2.5. Statistical Analysis
Statistical analyses were performed to compare the following echocardiographic parameters across different ACVIM stages: LA/Ao, LVIDDN, FS%, E-Vel (m/s), A-Vel (m/s) and E/A. Analyses were also conducted to compare circulating Gal-3 and TMAO concentrations in control subjects, asymptomatic subjects (dogs in ACVIM stages B1 and B2), and symptomatic subjects (dogs in ACVIM stage C). The Shapiro–Wilk test was used to assess data distribution within each group. Homogeneity of variances was evaluated using Levene’s test. For Gal-3, as the homogeneity of variances assumption was met, group comparisons were performed using a one-way analysis of variance (one-way ANOVA), followed by a Tukey’s honestly significant difference (HSD) test for post hoc pairwise comparisons. For TMAO, however, the homogeneity of variances assumption was violated, so group differences were assessed using Welch’s one-way ANOVA, with Games–Howell post hoc tests for multiple comparisons. Effect sizes were estimated using omega squared (ω2) for the one-way ANOVA model and were interpreted according to conventional thresholds. Continuous variables are reported as mean ± standard deviation (SD), median, and range. The 95% confidence intervals (95% CI) for the mean were calculated under the assumption of a t-distribution. Statistical significance was set at p < 0.05. All statistical analyses were performed using Jamovi (version 2.6.44; The Jamovi Project). A Chi-square test of independence was used to assess the association between group membership and cTnI values, and Cramér’s V was calculated as a measure of effect size. A Post hoc analysis using Pearson residuals was then performed to identify which groups contributed most strongly to the observed differences.
3. Results
Of the 22 dogs included in the study, 10 were male (4 intact and 6 neutered) and 12 were female (3 intact and 9 spayed). The mean age was 9.7 ± 3.5 years (range, 2–15 years), and the mean body weight was 11.8 ± 9.6 kg (range, 2.6–37.3 kg). Most dogs were mixed-breed (n = 8), followed by Cavalier King Charles Spaniel (n = 3), Belgian Malinois (n = 1), Chesapeake Bay Retriever (n = 1), Chihuahua (n = 1), Dachshund (n = 1), Epagneul Breton (n = 1), French Bulldog (n = 1), German Shepherd Dog (n = 1), Jack Russell Terrier (n = 1), Maltese (n = 1), Miniature Pinscher (n = 1), and Shetland Sheepdog (n = 1). Based on echocardiographic findings and the American College of Veterinary Internal Medicine (ACVIM) staging system [
1], 5 dogs were classified as stage B1, 3 as stage B2, and 8 as stage C, while 6 dogs without echocardiographic evidence of MMVD served as healthy controls (
Table 1).
All of the dogs in stage C and two of the dogs in stage B2 were on pharmacological treatment when we recruited them. The two-stage B2 dogs were treated with a combination of pimobendan, an ACE inhibitor and spironolactone. One of these dogs was also receiving furosemide for diuretic therapy. All stage C dogs were treated with a combination of pimobendan, an ACE inhibitor, spironolactone and furosemide. One canine with stage C received additional treatment involving the use of torsemide and sildenafil.
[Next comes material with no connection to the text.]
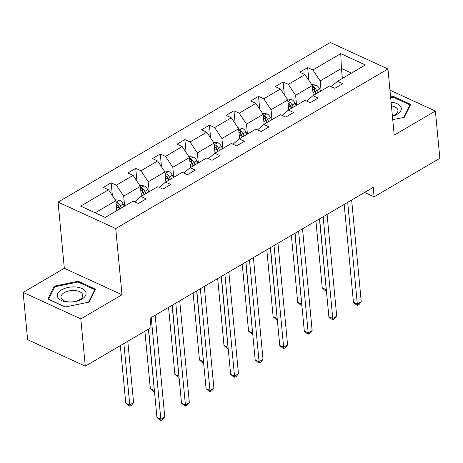 <?xml version="1.0" encoding="UTF-8"?>
<svg xmlns="http://www.w3.org/2000/svg" width="463" height="463" viewBox="0 0 463 463"><rect width="100%" height="100%" fill="white"/><g stroke="black" fill="none" stroke-linecap="round" stroke-linejoin="round"><path stroke-width="0.69" d="M23.15 292.425L80.817 318.897L121.989 294.763L64.322 268.285L23.15 292.425L27.618 339.697L85.285 366.175L151.019 327.636L150.128 318.179L373.224 187.376L374.116 196.833L439.85 158.294L435.382 111.016L389.956 90.163M64.322 268.285L58.066 202.099L330.287 42.498L387.953 68.975L115.733 228.577L58.066 202.099M80.817 318.897L85.285 366.175M116.757 210.706L115.814 200.739L95.21 212.818M115.814 200.739L108.516 189.789L103.295 187.393L111.166 182.781L112.376 195.583M342.371 78.426L341.428 68.46L320.176 80.921L312.878 69.977L340.745 53.633L365.371 64.942L337.504 81.28L342.724 83.676L334.853 88.294L329.633 85.898L312.942 95.679L318.162 98.081L310.291 102.693L305.071 100.297L288.38 110.078L293.6 112.48L285.729 117.093L280.509 114.697L263.817 124.483L269.044 126.879L261.167 131.492L255.946 129.096L239.261 138.883L244.481 141.279L236.605 145.897L231.384 143.495L214.699 153.282L219.919 155.678L212.048 160.296L206.822 157.895L190.137 167.681L195.357 170.077L187.486 174.696L182.266 172.3L165.575 182.081L170.795 184.482L162.924 189.095L157.704 186.699L141.012 196.486L146.233 198.882L138.362 203.494L133.141 201.098L105.275 217.436L80.649 206.133L108.516 189.789M141.313 196.306L140.376 186.34L123.685 196.127L116.387 185.177L111.166 182.781M116.387 185.177L133.078 175.39L127.857 172.994L135.728 168.382L136.938 181.183M165.876 181.907L164.932 171.941L148.247 181.722L140.949 170.778L135.728 168.382M140.949 170.778L157.64 160.991L152.414 158.595L160.291 153.976L161.5 166.784M190.438 167.508L189.494 157.536L172.809 167.322L165.511 156.378L160.291 153.976M165.511 156.378L182.196 146.592L176.976 144.196L184.853 139.577L186.062 152.385M215 153.103L214.056 143.136L197.365 152.923L190.073 141.973L184.853 139.577M190.073 141.973L206.758 132.192L201.538 129.79L209.409 125.178L210.624 137.986M239.562 138.703L238.619 128.737L221.927 138.524L214.635 127.574L209.409 125.178M214.635 127.574L231.321 117.793L226.1 115.391L233.971 110.779L235.181 123.586M264.124 124.304L263.181 114.338L246.49 124.125L239.192 113.175L233.971 110.779M239.192 113.175L255.883 103.388L250.662 100.992L258.533 96.379L259.743 109.181M288.68 109.905L287.743 99.939L271.052 109.719L263.754 98.775L258.533 96.379M263.754 98.775L280.445 88.989L275.225 86.593L283.096 81.974L284.305 94.782M313.243 95.505L312.299 85.539L295.614 95.32L288.316 84.376L283.096 81.974M288.316 84.376L305.007 74.589L299.787 72.193L307.658 67.575L308.867 80.383M312.878 69.977L307.658 67.575M141.012 196.486L135.219 201.417L135.283 202.082M124.628 206.093L123.685 196.127M140.376 186.34L133.078 175.39M165.575 182.081L159.781 187.017L159.839 187.683M149.19 191.688L148.247 181.722M164.932 171.941L157.64 160.991M190.137 167.681L184.338 172.618L184.401 173.278M173.747 177.288L172.809 167.322M189.494 157.536L182.196 146.592M214.699 153.282L208.9 158.219L208.963 158.878M198.309 162.889L197.365 152.923M214.056 143.136L206.758 132.192M239.261 138.883L233.462 143.819L233.526 144.479M222.871 148.49L221.927 138.524M238.619 128.737L231.321 117.793M263.817 124.483L258.024 129.42L258.088 130.08M247.433 134.091L246.49 124.125M263.181 114.338L255.883 103.388M288.38 110.078L282.586 115.015L282.65 115.681M271.995 119.691L271.052 109.719M287.743 99.939L280.445 88.989M312.942 95.679L307.148 100.616L307.206 101.281M296.557 105.286L295.614 95.32M312.299 85.539L305.007 74.589M337.504 81.28L331.711 86.216L331.768 86.876M121.989 294.763L115.733 228.577M387.953 68.975L394.21 135.155L435.382 111.016M364.572 192.452L374.116 196.833M321.114 90.887L320.176 80.921M351.492 73.079L341.428 68.46L340.745 53.633M392.746 119.662L404.234 117.295L410.745 104.395L393.376 96.426L390.604 96.993M95.54 289.201L78.172 281.226L54.298 286.146L47.787 299.046L65.156 307.015L89.029 302.096L95.54 289.201M393.463 97.317L393.376 96.426M78.259 282.123L78.172 281.226M54.437 287.639L54.298 286.146M344.177 204.409L353.431 302.281L357.326 304.075L347.707 202.337M361.262 301.766L359.143 304.376L357.569 305.302L357.326 304.075L361.262 301.766L351.649 200.028M357.569 305.302L356.012 304.585L353.431 302.281M311.657 84.573L316.09 85.053A5.892 3.363 59.6 0 1 319.684 88.867L320.807 91.072M315.922 220.973L322.26 287.969L326.317 289.664M312.618 88.867A5.892 3.363 59.6 0 1 314.799 91.726L315.922 93.931M317.815 92.826L316.692 90.621A5.892 3.363 -120.4 0 0 314.29 87.576L312.479 87.432M314.29 87.576L314.551 90.297A2.998 1.713 59.6 0 1 315.124 91.188L316.385 93.665M319.458 218.901L326.398 290.99L324.841 290.272L322.26 287.969M319.615 218.808L328.869 316.686L332.764 318.475L323.151 216.736M336.699 316.165L334.587 318.781L333.007 319.701L332.764 318.475L336.699 316.165L327.086 214.427M333.007 319.701L331.45 318.984L328.869 316.686M295.058 233.207L304.307 331.086L308.202 332.874L298.589 231.135M312.143 330.565L310.025 333.181L308.451 334.101L308.202 332.874L312.143 330.565L302.524 228.832M308.451 334.101L306.888 333.389L304.307 331.086M287.101 98.972L291.534 99.452A5.892 3.363 59.6 0 1 295.122 103.266L296.245 105.471M291.366 235.372L297.697 302.374L301.754 304.069M288.055 103.266A5.892 3.363 59.6 0 1 290.237 106.125L291.36 108.33M293.253 107.225L292.13 105.02A5.892 3.363 -120.4 0 0 289.728 101.976L287.922 101.831M289.728 101.976L289.988 104.696A2.998 1.713 59.6 0 1 290.561 105.587L291.823 108.064M294.896 233.3L301.835 305.389L300.279 304.677L297.697 302.374M262.538 113.371L266.972 113.852A5.892 3.363 59.6 0 1 270.56 117.666L271.683 119.871M266.804 249.771L273.135 316.773L277.192 318.469M263.493 117.666A5.892 3.363 59.6 0 1 265.681 120.525L266.804 122.736M268.69 121.624L267.568 119.419A5.892 3.363 -120.4 0 0 265.172 116.375L263.36 116.236M265.172 116.375L265.426 119.101A2.998 1.713 59.6 0 1 265.999 119.992L267.261 122.463M270.334 247.699L277.279 319.788L275.716 319.076L273.135 316.773M392.421 116.271A14.446 7.501 -5.4 0 0 400.831 106.826A14.446 7.501 -5.4 0 0 391.096 102.207M392.398 116.022A10.938 5.678 -5.4 0 0 397.954 110.391A10.938 5.678 -5.4 0 0 397.613 109.245A10.938 5.678 -5.4 0 0 391.443 105.9M390.674 97.728L393.209 97.201L410.039 104.927L403.748 117.394M410.108 105.662L410.039 104.927M85.626 291.632A14.446 7.501 -5.4 0 0 68.044 287.471A14.446 7.501 -5.4 0 0 57.771 297.373A14.446 7.501 -5.4 0 0 75.359 301.529A14.446 7.501 -5.4 0 0 85.626 291.632M82.408 294.051A10.938 5.678 -5.4 0 0 70.202 290.706A10.938 5.678 -5.4 0 0 60.971 297.252A10.938 5.678 -5.4 0 0 61.319 298.398A10.938 5.678 -5.4 0 0 73.524 301.743A10.938 5.678 -5.4 0 0 82.755 295.197A10.938 5.678 -5.4 0 0 82.408 294.051M65.352 306.975L48.563 299.266L54.871 286.776L78.01 282.008L94.834 289.734L88.543 302.194M94.903 290.463L94.834 289.734M270.496 247.607L279.745 345.485L283.645 347.273L274.027 245.535M287.581 344.964L285.463 347.58L283.888 348.5L283.645 347.273L287.581 344.964L277.962 243.231M283.888 348.5L282.326 347.788L279.745 345.485M237.976 127.776L242.409 128.257A5.892 3.363 59.6 0 1 245.998 132.065L247.12 134.27M242.242 264.17L248.573 331.172L252.63 332.868M238.931 132.065A5.892 3.363 59.6 0 1 241.119 134.93L242.242 137.135M244.128 136.024L243.006 133.819A5.892 3.363 -120.4 0 0 240.61 130.78L238.798 130.635M240.61 130.78L240.864 133.5A2.998 1.713 59.6 0 1 241.437 134.392L242.699 136.863M245.772 262.104L252.717 334.193L251.154 333.476L248.573 331.172M245.934 262.006L255.182 359.884L259.083 361.672L249.464 259.94M263.019 359.369L260.901 361.979L259.326 362.905L259.083 361.672L263.019 359.369L253.4 257.631M259.326 362.905L257.769 362.188L255.182 359.884M213.414 142.176L217.847 142.656A5.892 3.363 59.6 0 1 221.436 146.464L222.558 148.675M217.679 278.576L224.011 345.572L228.068 347.267M214.375 146.47A5.892 3.363 59.6 0 1 216.557 149.329L217.679 151.534M219.566 150.429L218.443 148.218A5.892 3.363 -120.4 0 0 216.047 145.179L214.236 145.035M216.047 145.179L216.302 147.9A2.998 1.713 59.6 0 1 216.881 148.791L218.137 151.262M221.21 276.504L228.155 348.593L226.598 347.875L224.011 345.572M221.372 276.411L230.626 374.283L234.521 376.072L224.902 274.339M238.457 373.768L236.338 376.378L234.764 377.304L234.521 376.072L238.457 373.768L228.838 272.03M234.764 377.304L233.207 376.587L230.626 374.283M188.852 156.575L193.285 157.055A5.892 3.363 59.6 0 1 196.873 160.864L197.996 163.074M193.117 292.975L199.455 359.971L203.512 361.667M189.813 160.869A5.892 3.363 59.6 0 1 191.995 163.728L193.117 165.933M195.004 164.828L193.881 162.623A5.892 3.363 -120.4 0 0 191.485 159.579L189.674 159.434M191.485 159.579L191.74 162.299A2.998 1.713 59.6 0 1 192.319 163.19L193.575 165.667M196.648 290.903L203.593 362.992L202.036 362.274L199.455 359.971M196.81 290.81L206.064 388.683L209.959 390.477L200.34 288.738M213.894 388.168L211.776 390.784L210.202 391.704L209.959 390.477L213.894 388.168L204.276 286.429M210.202 391.704L208.645 390.986L206.064 388.683M164.29 170.974L168.723 171.455A5.892 3.363 59.6 0 1 172.311 175.269L173.434 177.474M168.555 307.374L174.892 374.376L178.95 376.066M165.25 175.269A5.892 3.363 59.6 0 1 167.432 178.128L168.555 180.333M170.448 179.227L169.325 177.022A5.892 3.363 -120.4 0 0 166.923 173.978L165.112 173.833M166.923 173.978L167.184 176.698A2.998 1.713 59.6 0 1 167.756 177.589L169.012 180.066M172.091 305.302L179.031 377.391L177.474 376.674L174.892 374.376M172.248 305.21L181.502 403.088L185.397 404.876L175.784 303.138M189.332 402.567L187.214 405.183L185.64 406.103L185.397 404.876L189.332 402.567L179.719 300.828M185.64 406.103L184.083 405.391L181.502 403.088M139.733 185.374L144.161 185.854A5.892 3.363 59.6 0 1 147.755 189.668L148.878 191.873M144.89 331.23L150.33 388.775L154.387 390.471M140.688 189.668A5.892 3.363 59.6 0 1 142.87 192.527L143.993 194.732M145.886 193.627L144.763 191.422A5.892 3.363 -120.4 0 0 142.361 188.377L140.555 188.238M142.361 188.377L142.621 191.097A2.998 1.713 59.6 0 1 143.194 191.989L144.456 194.466M148.42 329.158L154.468 391.791L152.912 391.079L150.33 388.775M148.582 329.066L156.94 417.487L160.835 419.275L151.222 317.537M164.77 416.966L162.658 419.582L161.083 420.502L160.835 419.275L164.77 416.966L155.157 315.234M161.083 420.502L159.521 419.791L156.94 417.487M115.171 199.773L119.604 200.253A5.892 3.363 59.6 0 1 123.193 204.067L124.316 206.272M120.328 345.63L125.768 403.175L129.663 404.963L133.599 402.654L127.794 341.248M116.126 204.067A5.892 3.363 59.6 0 1 118.308 206.926L119.431 209.137M121.323 208.026L120.201 205.821A5.892 3.363 -120.4 0 0 117.805 202.777L115.993 202.638M117.805 202.777L118.059 205.503A2.998 1.713 59.6 0 1 118.632 206.394L119.894 208.865M123.858 343.558L129.912 406.19L128.349 405.478L125.768 403.175M133.599 402.654L131.486 405.27L129.912 406.19M315.974 85.042L312.45 87.108M314.799 91.726L312.988 92.791M319.684 88.867L316.692 90.621M291.412 99.441L287.888 101.507M290.237 106.125L288.426 107.19M295.122 103.266L292.13 105.02M266.85 113.84L263.325 115.906M265.681 120.525L263.864 121.59M270.56 117.666L267.568 119.419M242.294 128.239L238.769 130.306M241.119 134.93L239.302 135.989M245.998 132.065L243.006 133.819M217.732 142.639L214.207 144.705M216.557 149.329L214.745 150.388M221.436 146.464L218.443 148.218M193.169 157.044L189.645 159.11M191.995 163.728L190.183 164.793M196.873 160.864L193.881 162.623M168.607 171.443L165.083 173.509M167.432 178.128L165.621 179.193M172.311 175.269L169.325 177.022M144.045 185.842L140.52 187.909M142.87 192.527L141.059 193.592M147.755 189.668L144.763 191.422M119.483 200.242L115.958 202.308M118.308 206.926L116.497 207.991M123.193 204.067L120.201 205.821"/></g></svg>

Left cardiac chamber enlargement was assessed using the LA/Ao ratio and LVIDDN. There were significant differences in both parameters across ACVIM stages (p < 0.001 for both). Post hoc analysis revealed significantly higher LA/Ao values in stage C dogs compared with healthy controls (p < 0.001) and stages B1 (p < 0.001) and B2 (p = 0.009). Similarly, LVIDDN values were significantly higher in stage C dogs than in healthy controls (p < 0.001) and stage B1 dogs (p = 0.001). Overall, both parameters showed a progressive increase with advancing disease severity, as defined by the ACVIM staging system. Left ventricular systolic function, as assessed by fractional shortening (FS%), also differed significantly across ACVIM stages (p = 0.016), with higher values observed in stage C dogs compared with those in healthy controls (p = 0.012).
Peak E-wave and A-wave velocities also differed significantly across ACVIM stages (
p < 0.001 and
p = 0.005, respectively). Post hoc analysis showed that E-wave velocity was significantly higher in stage C dogs compared with healthy controls (
p = 0.002), stage B1 (
p < 0.001), and stage B2 (
p = 0.043). Similarly, A-wave velocity was significantly higher in stage C dogs compared with healthy controls (
p = 0.009) and stage B1 dogs (
p = 0.016). No significant differences in the E/A ratio were observed across ACVIM stages (
p = 0.118) (
Table 2).
In addition, dogs were classified according to the MINE score 2 [
20,
21] in order to provide an objective echocardiographic assessment of MMVD severity. Overall, twelve dogs were classified as mild (all of the healthy controls and B1 stage dogs, plus one stage B2 dog); one dog was classified as moderate (one stage B2 dog); eight dogs were classified as severe (one stage B2 dog and seven stage C dogs); and one dog was classified as late stage (one stage C dog) (
Table 3).
Gal-3 and TMAO levels were compared among controls, asymptomatic subjects, and symptomatic subjects.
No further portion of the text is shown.